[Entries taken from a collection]
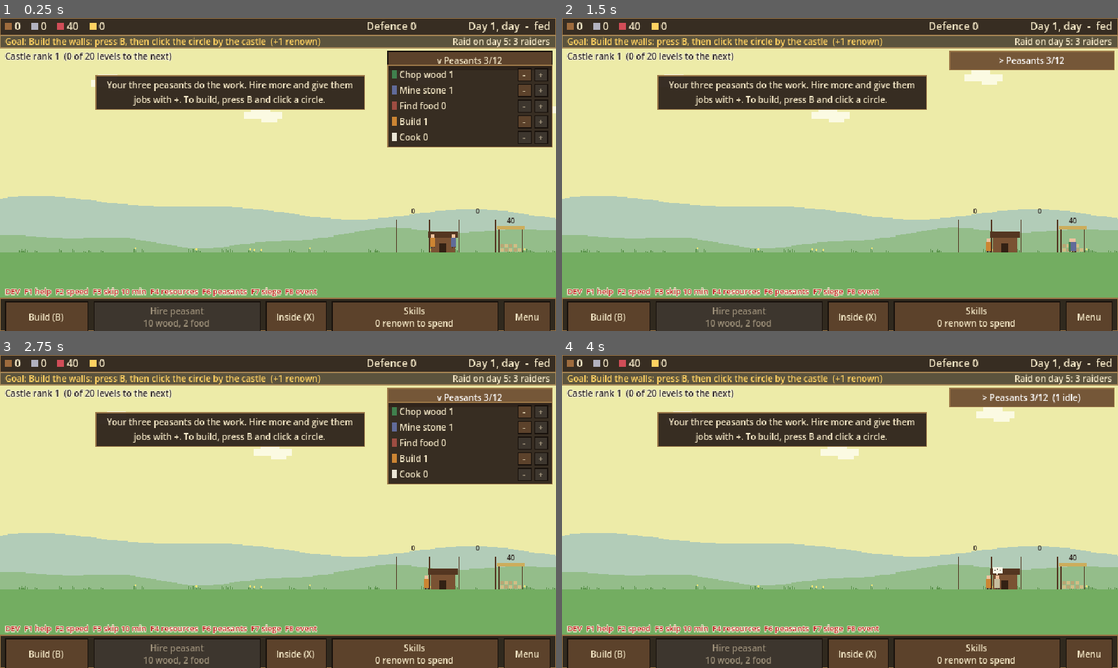
Above: before the commit, frames 1-4 (two rows, left to right).
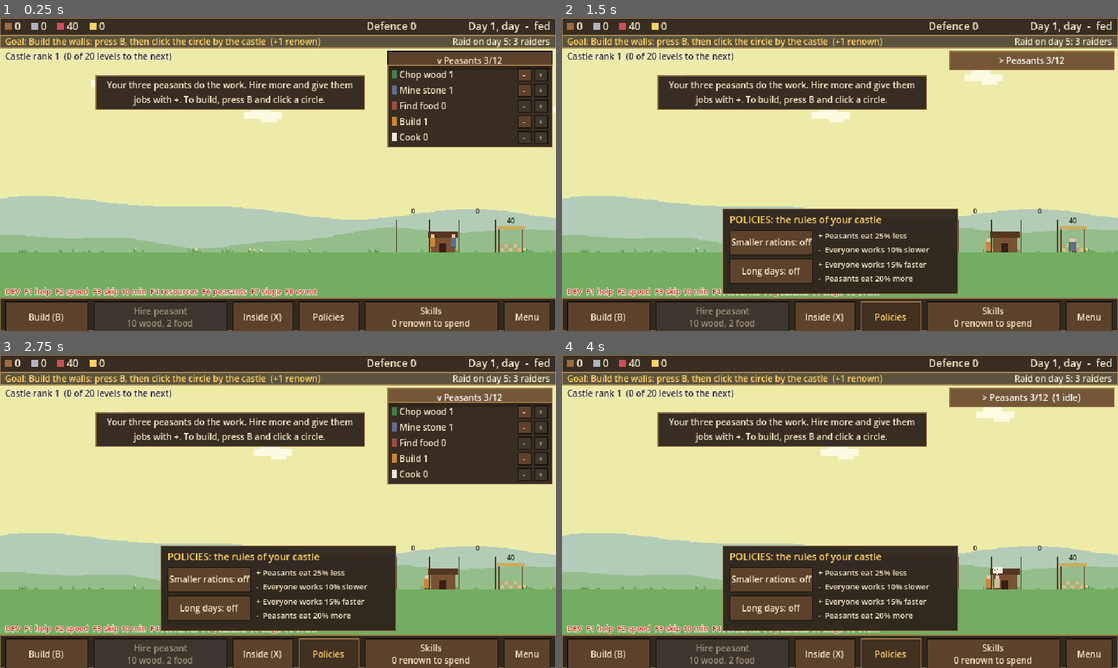
Above: after the commit, the same moments.

Repository: henrikmoepe-del/basebygger
Game: Godot game, scene res://scenes/main.tscn
Same seed, same stepped clock (60 frames per second), same inputs: the game is played once before the commit and once after it.
Inputs (mouse positions are in pixels of both pictures, inside the frame that each line leads up to):
- Up to frame 1 (0.25 s): no input
- Up to frame 2 (1.5 s): click (890, 318) at 0.5 s, where only the run after the commit has a clickable "Policies"; click "v Peasants 3/12" at 1.25 s
- Up to frame 3 (2.75 s): click "> Peasants 3/12" at 2 s
- Up to frame 4 (4 s): click "-" at 2.75 s; click "v Peasants 3/12 (1 idle)" at 3.5 s

The runs differ from the first frame. In frame 1, 1.7% of the frame differs, in the area x 23-85%, y 90-100%; in frame 2, 14%, in the area x 23-85%, y 60-100%; in frame 3, 14%; in frame 4, 14%.

Commit message:
Policy list: a Policies panel with Smaller rations and Long days, sharing effects with events
Co-Authored-By: Claude Opus 5.5 <noreply@anthropic.com>
Claude-Session: https://claude.ai/code/session_01Wsv7LZNopCGMDHk4p6tRWt

Diff:
--- a/scenes/main.tscn
+++ b/scenes/main.tscn
@@ -341,6 +341,16 @@
 theme_override_font_sizes/font_size = 10
 text = "Inside (X)"
 
+[node name="PoliciesButton" type="Button" parent="HUD/BottomBar/Actions"]
+unique_name_in_owner = true
+custom_minimum_size = Vector2(70, 0)
+layout_mode = 2
+tooltip_text = "The rules of your castle: turn policies on and off. Each has a benefit and a drawback."
+focus_mode = 0
+toggle_mode = true
+theme_override_font_sizes/font_size = 10
+text = "Policies"
+
 [node name="SkillsButton" type="Button" parent="HUD/BottomBar/Actions"]
 unique_name_in_owner = true
 layout_mode = 2
--- a/scripts/game_state.gd
+++ b/scripts/game_state.gd
@@ -25,6 +25,8 @@
 signal announced(text: String)
 ## An event started or ended (see EventData).
 signal events_changed
+## A policy was turned on or off (see PolicyData).
+signal policies_changed
 
 const CastleData = preload("res://scripts/castle_data.gd")
 const SkillData = preload("res://scripts/skill_data.gd")
@@ -32,6 +34,7 @@
 const BuildPlan = preload("res://scripts/build_plan.gd")
 const QuestData = preload("res://scripts/quest_data.gd")
 const EventData = preload("res://scripts/event_data.gd")
+const PolicyData = preload("res://scripts/policy_data.gd")
 
 const START_JOBS := {"wood": 1, "stone": 1, "hunter": 0, "build": 1, "cook": 0, "soldier": 0, "iron": 0, "sawyer": 0, "forester": 0}
 const NO_JOBS := {"wood": 0, "stone": 0, "hunter": 0, "build": 0, "cook": 0, "soldier": 0, "iron": 0, "sawyer": 0, "forester": 0}
@@ -200,6 +203,8 @@
 var skills := {}
 ## The events going on now: event id -> seconds left (see EventData).
 var events := {}
+## The policies turned on, by id (see PolicyData).
+var policies := []
 
 ## The building job: the one part being raised a level right now ("" = none).
 ## Its materials are paid for when ordered. The job is then a list of pieces
@@ -342,16 +347,16 @@
 ## How much food the peasants eat at dawn.
 func food_needed() -> int:
 	var cook_points: int = mini(jobs.cook + trained.cook, MAX_COOK_POINTS)
-	var saving: float = cook_points * COOK_FOOD_SAVING + skill_total("food_saving")
+	var saving: float = cook_points * COOK_FOOD_SAVING + skill_total("food_saving") + effect_total("food_saving")
 	# Drawbacks: soldiers eat extra, the tavern whets appetites, the court has a household.
 	var mouths: float = peasants + jobs.soldier * CastleData.SOLDIER_EXTRA_FOOD + jobs.iron * CastleData.MINER_EXTRA_FOOD
 	mouths *= 1.0 + CastleData.TAVERN_EXTRA_EATING * part_levels.tavern
-	return ceili(mouths * FOOD_PER_PEASANT * (1.0 - saving)) + CastleData.COURT_FOOD_UPKEEP * part_levels.court + COW_FOOD * cows
+	return ceili(mouths * FOOD_PER_PEASANT * maxf(1.0 - saving, 0.0)) + CastleData.COURT_FOOD_UPKEEP * part_levels.court + COW_FOOD * cows
 
 
 ## Multiplies how fast everyone walks and works: slower when hungry.
 func work_mult() -> float:
-	var legacy_mult := (1.0 + LEGACY_WORK_BONUS * legacy) * (1.0 + morale_bonus())
+	var legacy_mult := (1.0 + LEGACY_WORK_BONUS * legacy) * (1.0 + morale_bonus()) * maxf(1.0 + effect_total("work_speed"), 0.1)
 	if not fed:
 		return HUNGRY_WORK_MULT * legacy_mult
 	return (1.0 + skill_total("fed_bonus")) * legacy_mult
@@ -561,7 +566,24 @@
 	var total := 0.0
 	for id: String in events:
 		total += EventData.EVENTS[id].effects.get(effect, 0.0)
+	for id: String in policies:
+		total += PolicyData.POLICIES[id].effects.get(effect, 0.0)
 	return total
+
+
+# --- Policies ---
+
+## Turns a policy on, or off if it is on.
+func toggle_policy(id: String) -> void:
+	if not PolicyData.POLICIES.has(id):
+		return
+	if id in policies:
+		policies.erase(id)
+	else:
+		policies.append(id)
+	policies_changed.emit()
+	resources_changed.emit()
+	daytime_changed.emit()
 
 
 # --- Peasants and their jobs ---
@@ -1186,6 +1208,7 @@
 		"no_nights": no_nights,
 		"skills": skills,
 		"events": events,
+		"policies": policies,
 		"income_rate": income_rate,
 		"job": {
 			"part": job_part, "hauled": job_hauled, "formed": job_formed,
@@ -1239,6 +1262,7 @@
 	skills.clear()
 	events.clear()
 	_event_timer = 0.0
+	policies.clear()
 	day = 1
 	day_time = 0.0
 	fed = true
@@ -1309,6 +1333,13 @@
 			if EventData.EVENTS.has(id):
 				events[id] = clampf(float(saved_events[id]), 0.0, EventData.EVENTS[id].lasts)
 
+	policies.clear()
+	var saved_policies: Variant = data.get("policies")
+	if saved_policies is Array:
+		for id: Variant in saved_policies:
+			if id is String and PolicyData.POLICIES.has(id) and not id in policies:
+				policies.append(id)
+
 	var job: Variant = data.get("job")
 	if job is Dictionary and part_levels.has(job.get("part", "")):
 		job_part = job.part
--- a/scripts/hud.gd
+++ b/scripts/hud.gd
@@ -11,6 +11,7 @@
 
 const CastleData = preload("res://scripts/castle_data.gd")
 const JobData = preload("res://scripts/job_data.gd")
+const PolicyData = preload("res://scripts/policy_data.gd")
 const UiTheme = preload("res://scripts/ui_theme.gd")
 const OFFLINE_MESSAGE_TIME := 10.0
 const TOAST_TIME := 7.0
@@ -43,6 +44,7 @@
 @onready var cow_button: Button = %CowButton
 @onready var defend_button: Button = %DefendButton
 @onready var skills_button: Button = %SkillsButton
+@onready var policies_button: Button = %PoliciesButton
 @onready var menu_button: Button = %MenuButton
 @onready var menu_panel: Panel = %MenuPanel
 @onready var night_button: Button = %NightButton
@@ -67,11 +69,16 @@
 var _keep_card := Panel.new()
 var _keep_info := Label.new()
 var _castle: Node2D
+## The policies: one row each, with a button to turn it on or off.
+var _policy_panel := Panel.new()
+## Policy id -> its on/off Button.
+var _policy_buttons := {}
 
 
 func _ready() -> void:
 	_make_room_picker()
 	_make_keep_card()
+	_make_policy_panel()
 	var theme := UiTheme.build()
 	for child in get_children():
 		if child is Control:
@@ -81,6 +88,7 @@
 		GameState.resources_changed, GameState.castle_changed, GameState.job_progress_changed,
 		GameState.peasants_changed, GameState.trees_changed, GameState.skills_changed,
 		GameState.daytime_changed, GameState.raid_started, GameState.raid_progress,
+		GameState.policies_changed,
 	]:
 		changed.connect(_refresh)
 	_preview.position = Vector2(8, 8)
@@ -100,6 +108,9 @@
 	cow_button.pressed.connect(GameState.buy_cow)
 	defend_button.pressed.connect(GameState.start_siege)
 	skills_button.pressed.connect(skill_tree.show)
+	policies_button.toggled.connect(func(on: bool) -> void:
+		_policy_panel.visible = on
+		_refresh())
 	jobs_toggle.pressed.connect(func() -> void:
 		jobs_panel.visible = not jobs_panel.visible
 		_refresh())
@@ -238,6 +249,39 @@
 	_keep_card.add_child(_keep_info)
 
 
+## The policy panel, above the bottom bar: per policy a button with its name
+## (pressed while it is on) and what it gives and takes.
+func _make_policy_panel() -> void:
+	_policy_panel.hide()
+	add_child(_policy_panel)
+	var box := VBoxContainer.new()
+	box.position = Vector2(8, 5)
+	box.add_theme_constant_override("separation", 4)
+	_policy_panel.add_child(box)
+	var title := Label.new()
+	title.text = "POLICIES: the rules of your castle"
+	title.add_theme_color_override("font_color", UiTheme.GOLD)
+	box.add_child(title)
+	for id: String in PolicyData.POLICIES:
+		var info: Dictionary = PolicyData.POLICIES[id]
+		var row := HBoxContainer.new()
+		row.add_theme_constant_override("separation", 6)
+		var button := _picker_button(info.name)
+		button.toggle_mode = true
+		button.custom_minimum_size.x = 96
+		button.size_flags_horizontal = Control.SIZE_SHRINK_BEGIN
+		button.toggled.connect(func(_on: bool) -> void: GameState.toggle_policy(id))
+		row.add_child(button)
+		var text := Label.new()
+		text.text = "+ %s\n-  %s" % [info.benefit, info.drawback]
+		text.add_theme_font_size_override("font_size", 9)
+		row.add_child(text)
+		box.add_child(row)
+		_policy_buttons[id] = button
+	_policy_panel.size = box.get_combined_minimum_size() + Vector2(16, 10)
+	_policy_panel.position = Vector2(320 - _policy_panel.size.x / 2.0, 318 - _policy_panel.size.y)
+
+
 func _picker_button(text: String) -> Button:
 	var button := Button.new()
 	button.text = text
@@ -354,6 +398,13 @@
 	_refresh_room_picker()
 	_refresh_build_card()
 	_refresh_keep_card()
+	var on_count := 0
+	for id: String in _policy_buttons:
+		var on: bool = id in GameState.policies
+		_policy_buttons[id].set_pressed_no_signal(on)
+		_policy_buttons[id].text = "%s: %s" % [PolicyData.POLICIES[id].name, "on" if on else "off"]
+		on_count += 1 if on else 0
+	policies_button.text = "Policies\n%d on" % on_count if on_count > 0 else "Policies"
 
 
 func _refresh_top_bar() -> void:
--- /dev/null
+++ b/scripts/policy_data.gd
@@ -0,0 +1,25 @@
+extends RefCounted
+## Policies: rules for the castle the player turns on and off (the Policies
+## button). Each has a benefit and a drawback, and "effects" that
+## GameState.effect_total adds up, the same effects events use:
+##   food_saving  a share less food eaten at dawn (negative: more)
+##   work_speed   a share faster everyone walks and works (negative: slower)
+##
+## Adding an entry here is all a new policy needs, if it only uses effects
+## that already exist. Later ones (child labour, bathing, religion, cults)
+## will need new effects, and maybe policies that rule each other out.
+
+const POLICIES := {
+	"rations": {
+		"name": "Smaller rations",
+		"benefit": "Peasants eat 25% less",
+		"drawback": "Everyone works 10% slower",
+		"effects": {"food_saving": 0.25, "work_speed": -0.10},
+	},
+	"long_days": {
+		"name": "Long days",
+		"benefit": "Everyone works 15% faster",
+		"drawback": "Peasants eat 20% more",
+		"effects": {"work_speed": 0.15, "food_saving": -0.20},
+	},
+}
--- a/tests/screenshot.gd
+++ b/tests/screenshot.gd
@@ -26,6 +26,7 @@
 	"badger": {"levels": {"walls": 1}, "part": "", "camera": [1068, -45, 2.0], "shots": 2, "events": ["badger"], "jobs": {"hunter": 2}},
 	"badger_close": {"levels": {"walls": 1}, "part": "", "camera": [1095, 5, 6.0], "shots": 2, "events": ["badger"]},
 	"badger_hover": {"levels": {"walls": 1}, "part": "", "camera": [1068, -45, 2.0], "shots": 1, "events": ["badger"], "mouse": [388, 172]},
+	"policies": {"levels": {"walls": 2}, "part": "", "camera": [100, 0, 1.0], "shots": 1, "policies": ["rations"]},
 	"rooms_picker": {"levels": {"walls": 3, "keep": 2}, "part": "", "camera": [-205, 10, 1.5], "shots": 1, "picker": true},
 	"gate": {"levels": {"walls": 2}, "part": "gate", "camera": [30, -40, 2.0], "shots": 5},
 	"tavern": {"levels": {"walls": 1}, "part": "tavern", "camera": [1170, -45, 2.0], "shots": 5},
@@ -99,6 +100,10 @@
 		var hover: Node2D = current_scene.get_node("BuildHover")
 		hover.set_active(true)
 		hover._set_hovered(plan.hover)
+	if plan.has("policies"):
+		for policy: String in plan.policies:
+			gs.toggle_policy(policy)
+		current_scene.get_node("HUD").policies_button.button_pressed = true
 	for event: String in plan.get("events", []):
 		gs.start_event(event)
 	if plan.has("mouse"):
--- /dev/null
+++ b/tests/test_policies.gd
@@ -0,0 +1,49 @@
+extends SceneTree
+## Turns policies on and off, and checks that they change how much food is
+## eaten and how fast everyone works, and that they are saved.
+## Run with:
+##   godot --headless --path . -s tests/test_policies.gd -- --save=user://test_save.json
+
+var gs: Node
+
+
+func _initialize() -> void:
+	gs = root.get_node("GameState")
+	_run()
+
+
+func _run() -> void:
+	change_scene_to_file("res://scenes/main.tscn")
+	await process_frame
+	await process_frame
+	var ok := true
+	gs.policies.clear()
+	gs.peasants = 20
+	var food: int = gs.food_needed()
+	var work: float = gs.work_mult()
+
+	gs.toggle_policy("rations")
+	print("smaller rations: food %d -> %d, work x%.2f -> x%.2f" % [food, gs.food_needed(), work, gs.work_mult()])
+	ok = ok and gs.food_needed() < food and gs.work_mult() < work
+
+	gs.toggle_policy("rations")
+	gs.toggle_policy("long_days")
+	print("long days: food %d -> %d, work x%.2f -> x%.2f" % [food, gs.food_needed(), work, gs.work_mult()])
+	ok = ok and gs.food_needed() > food and gs.work_mult() > work
+
+	gs.toggle_policy("rations")
+	gs.toggle_policy("no_such_policy")
+	gs.save_game()
+	gs.policies.clear()
+	gs.load_game()
+	print("after loading: %s" % [gs.policies])
+	ok = ok and gs.policies == ["long_days", "rations"]
+
+	gs.toggle_policy("long_days")
+	gs.toggle_policy("rations")
+	print("all off again: food %d, work x%.2f" % [gs.food_needed(), gs.work_mult()])
+	ok = ok and gs.food_needed() == food and is_equal_approx(gs.work_mult(), work)
+
+	DirAccess.remove_absolute(ProjectSettings.globalize_path(gs.save_path))
+	print("ALL OK" if ok else "SOMETHING FAILED")
+	quit()

• _Activity_:
Print the lines above from the one with "Inputs (mouse positions" through the one with "- Up to frame 4", both included, exactly as written and nothing more.

• _Written solution_:
Inputs (mouse positions are in pixels of both pictures, inside the frame that each line leads up to):
- Up to frame 1 (0.25 s): no input
- Up to frame 2 (1.5 s): click (890, 318) at 0.5 s, where only the run after the commit has a clickable "Policies"; click "v Peasants 3/12" at 1.25 s
- Up to frame 3 (2.75 s): click "> Peasants 3/12" at 2 s
- Up to frame 4 (4 s): click "-" at 2.75 s; click "v Peasants 3/12 (1 idle)" at 3.5 s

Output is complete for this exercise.